**DATA EXTRACT**
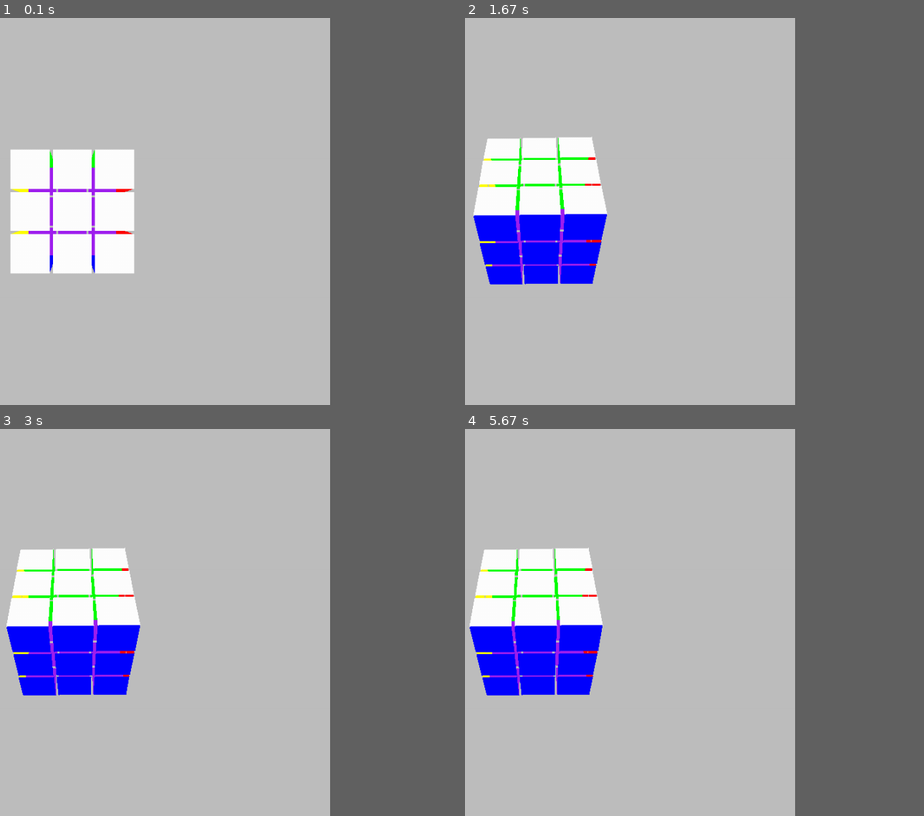
Above: before the commit, frames 1-4 (two rows, left to right).
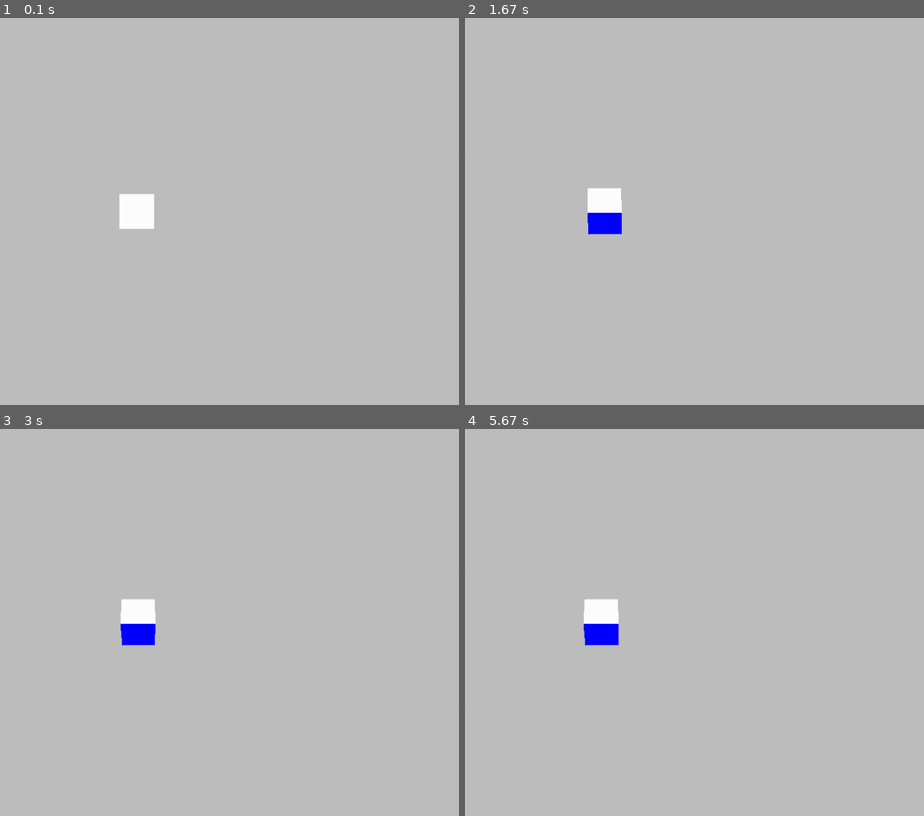
Above: after the commit, the same moments.

Repository: wordminer/rubix_3d_pygame
Game: pygame game, started from src/main.py
Same seed, same stepped clock (60 frames per second), same inputs: the game is played once before the commit and once after it.
Inputs (mouse positions are in pixels of both pictures, inside the frame that each line leads up to):
- Up to frame 1 (0.1 s): no input
- Up to frame 2 (1.67 s): press the mouse at (575, 226) at 0.37 s; move the mouse to (694, 215) at 0.47 s; release the mouse at (809, 199) at 0.6 s; hold D 0.67-1.13 s; move the mouse to (602, 234) at 0.7 s; hold D 1.17-1.63 s
- Up to frame 3 (3 s): hold A 1.67-2.2 s; hold A 2.23-2.63 s; hold D from 2.67 s (still down)
- Up to frame 4 (5.67 s): release D at 3.3 s; hold A 3.33-3.8 s; hold D 3.83-4.3 s; hold D 4.33-4.8 s; hold A 4.83-5.37 s; hold A from 5.4 s (still down)
In our replay, the window is 720x540 before the commit and 900x540 after it. These sizes can differ from the game's own. Grey fills any space a smaller window leaves; there, only what the larger window draws over its background counts as a difference.

The runs differ from the first frame. In frame 1, 8.8% of the frame differs, in the area x 2-34%, y 33-67%; in frame 2, 9.8%; in frame 3, 9.8%; in frame 4, 9.8%, in the area x 0-34%, y 30-69%.

Commit message:
update face present

Diff:
--- a/src/Rubix_ctr/Rubix.py
+++ b/src/Rubix_ctr/Rubix.py
@@ -21,10 +21,23 @@
         self.block_point_pos = []
         self.face_appear = []
         self.Color_face = []
+        self.Point_corner_pos = []
+        self.Face_represent = [[] for k in range(6)]
+        print(self.Face_represent)
 
         self.Axis_rotate_cube = handle_axis([0,0,0], [1,0,0], [0,1,0], [0,0,1])
         self.Axis_rotate_blocks = handle_axis([0,0,0], [1,0,0], [0,1,0], [0,0,1])
 
+    def create_face_represent(self):
+        self.Point_corner_pos = [
+            [x_pos * ((self.block_side) * self.block_x /2  + self.block_distance * (self.block_x /2 - 1)  ),
+             y_pos * ((self.block_side) * self.block_y /2  + self.block_distance * (self.block_y /2 - 1)  ),
+             z_pos * ((self.block_side) * self.block_z /2  + self.block_distance * (self.block_z /2 - 1)  )]
+             for x_pos in [-1,1]
+             for y_pos in [-1,1]
+             for z_pos in [-1,1]
+        ]
+        #print(self.Point_corner_pos)
 
     def create_cube(self):
         #Center = [0,0,0]
@@ -33,10 +46,9 @@
 
         self.block = [
             [ [Start_point[k] + (self.block_side + self.block_distance) * Pos for k, Pos in enumerate([x,y,z])], [], [x,y,z] ]
-
             for x in range(self.block_x)
-                for y in range(self.block_y)
-                     for z in range(self.block_z)
+            for y in range(self.block_y)
+            for z in range(self.block_z)
         ]
 
         # start to put coord in to each block
@@ -45,25 +57,30 @@
             self.block[k][1] +=  [
                 [self.block[k][0][i] + self.block_side/2 * vec for i,vec in enumerate([vec_x, vec_y, vec_z])]
                 for vec_x in [-1,1]
-                    for vec_y in [-1,1]
-                        for vec_z in [-1,1]
+                for vec_y in [-1,1]
+                for vec_z in [-1,1]
             ]
 
         # for k in self.block:
         #     for face in k[1]:
         #         print(face)
 
-    def set_color(self):
+    def set_color(self, Color_blank):
+        """Color_blank = None / "WHITE" / "#f000" / (0,0,0)"""
         Del_block = []
 
         for k,block_pos in enumerate(self.block):
             #set face distance using midle point of square
             Color = []
-            for face_stt in const.FACE_POS:
+            for face_key,face_stt in enumerate(const.FACE_POS):
                 Mid_pos = Midle_3D_line(block_pos[1][face_stt[1]], block_pos[1][face_stt[3]])
-                Color.append(color_set.Get_color(Mid_pos, (self.block_x, self.block_y, self.block_z),
+                face_color, Axis_face_key = color_set.Get_color(Mid_pos, (self.block_x, self.block_y, self.block_z),
                                                             self.block_side,
-                                                            self.block_distance))
+                                                            self.block_distance, Color_blank)
+                Color.append(face_color)
+
+                if Axis_face_key != None:
+                    self.Face_represent[Axis_face_key].append([k - len(Del_block), face_key])
 
             if all(color_face == None for color_face in Color):
                 Del_block.append(k)
@@ -76,6 +93,7 @@
             for k in range(len(Del_block)):
                 Del_block[k] -= 1
 
+        print(self.Face_represent)
 
     def set_distance_argument(self, Camera_pos : tuple[float, float, float]):
         self.Block_appear = []
@@ -120,7 +138,7 @@
             Window.draw_point(Point_argument[0], self.convert_point_show(self.block[block_stt[1]][0],
                                                      Window.width, Window.hight,
                                                      Camera_pos,
-                                                     Scale)  ,
+                                                     Scale),
                               Point_argument[1])
 
             for face_point in point_pos:
--- a/src/Rubix_ctr/color_set.py
+++ b/src/Rubix_ctr/color_set.py
@@ -1,13 +1,15 @@
 import const
 
-def Get_color(point_pos : tuple[float, float, float], Block_numberess : tuple[float, float, float], block_side, block_dis):
+def Get_color(point_pos : tuple[float, float, float], Block_numberess : tuple[float, float, float], block_side, block_dis, Color_blank):
     """
     Block_numberess = [block_x, block_y, block_z]
+    Color_blank = None / "WHITE" / "#f000" / (0,0,0)
     """
     for k in range(3):
         distance = (block_side * Block_numberess[k] + block_dis * (Block_numberess[k] - 1))/2
         if point_pos[k] == distance:
-            return const.FACE_COLOR[k][0]
+            return const.FACE_COLOR[k][0],k
         elif point_pos[k] == -distance:
-            return const.FACE_COLOR[k][1]
-    return None
+            return const.FACE_COLOR[k][1],k + 3
+
+    return Color_blank,None
--- a/src/Rubix_ctr/touching_check.py
+++ b/src/Rubix_ctr/touching_check.py
@@ -1,6 +1,9 @@
 from Rubix_ctr.Rubix import Rubix_cube
 from argorithm.touch_polygon import point_in_polygon
-from argorithm.midle_line import Midle_3D_line
+from argorithm.midle_line import Midle_2D_line
+
+import const
+import argorithm.convert_point as convert
 
 def check_touch_rubix(Cube : Rubix_cube, mouse_pos : tuple[float, float]):
     pass
--- a/src/Window/ctr_mouse.py
+++ b/src/Window/ctr_mouse.py
@@ -1,20 +1,26 @@
 from pygame import mouse
-from argorithm import touch_polygon
 from Rubix_ctr.Rubix import Rubix_cube
-
-def checking_touch(Cube : Rubix_cube):
-    pass
+from Rubix_ctr.touching_check import check_touch_rubix
 
 class Handle_mouse():
     mouse_pressed = (0,0)
     mouse_current = (0,0)
     Is_move_cube = False
+    Is_move_block = False
+    Is_find_rotate_vector = False
 
-    def checking_mouse(self):
+    Angle_rotated = 0
+    Rotate_axis_key = 0
+
+    def checking_mouse(self, Cube : Rubix_cube, Scale : tuple[int, int]):
         mouse_click = mouse.get_pressed(3)
         if mouse_click[0]:
-            self.Is_move_cube = True
-            self.mouse_pressed = mouse.get_pos()
+            if check_touch_rubix(Cube, mouse_click):
+                self.Is_move_block = True
+                self.Is_find_rotate_vector = True
+            else:
+                self.Is_move_cube = True
+                self.mouse_pressed = mouse.get_pos()
         else:
             self.Is_move_cube = False
 
--- a/src/argorithm/convert_point.py
+++ b/src/argorithm/convert_point.py
@@ -8,7 +8,7 @@
 
     return ((x - Camera[0]),(y - Camera[1]))
 
-def convert_screen_point(dis_width, dis_hight, point_real : tuple[float, float, float], scale_x, scale_y):
+def convert_screen_point(dis_width, dis_hight, point_real : tuple[float, float], scale_x, scale_y):
     point_scale = (point_real[0] * scale_x, point_real[1] * scale_y)
     point_screen = (point_scale[0] + dis_width/2, point_scale[1] + dis_hight/2)
 
--- a/src/argorithm/midle_line.py
+++ b/src/argorithm/midle_line.py
@@ -4,3 +4,9 @@
         (point_1[k] + point_2[k])/2
         for k in range(3)]
     return Midle_point
+
+def Midle_2D_line(point_1 : tuple[float, float], point_2 : tuple[float, float]):
+    Midle_point = [
+        (point_1[k] + point_2[k])/2
+        for k in range(2)]
+    return Midle_point
--- a/src/const.py
+++ b/src/const.py
@@ -1,4 +1,4 @@
-WIN_WIDTH = 800
+WIN_WIDTH = 1000
 WIN_HIGHT = 600
 
 CAMERA_COORD = (0,0,100)
@@ -12,6 +12,8 @@
     (2,6,4,0)
 )
 
+FACE_DIRECTION_AXIS = [3,0,1,4,2,5]
+
 FACE_COLOR = [
     ["RED", "YELLOW"],
     ["BLUE", "GREEN"],
--- a/src/main.py
+++ b/src/main.py
@@ -7,11 +7,12 @@
 import const
 
 game_dis = WINDOW(const.WIN_WIDTH, const.WIN_HIGHT)
-Cube = Rubix.Rubix_cube(3,3,3,1,0.1)
+Cube = Rubix.Rubix_cube(1,1,1,1,0)
 Mouse = Handle_mouse()
 
 Cube.create_cube()
-Cube.set_color()
+Cube.create_face_represent()
+Cube.set_color("#606060")
 
 x = 0
 
@@ -30,7 +31,7 @@
     event = game_dis.control_event()
 
     mouse_pos_change = Mouse.Move_cube()
-    Mouse.checking_mouse()
+    Mouse.checking_mouse(Cube, [1,1])
 
 
     Cube.set_distance_argument(const.CAMERA_COORD)

**ASSIGNMENT**
Every line from the start of the listing above through the line with "- Up to frame 1 (0.1 s): no input" should be repeated exactly; skip the pictures and add nothing else.

**OUTPUT OF THE TASK**
Above: before the commit, frames 1-4 (two rows, left to right).
Above: after the commit, the same moments.

Repository: wordminer/rubix_3d_pygame
Game: pygame game, started from src/main.py
Same seed, same stepped clock (60 frames per second), same inputs: the game is played once before the commit and once after it.
Inputs (mouse positions are in pixels of both pictures, inside the frame that each line leads up to):
- Up to frame 1 (0.1 s): no input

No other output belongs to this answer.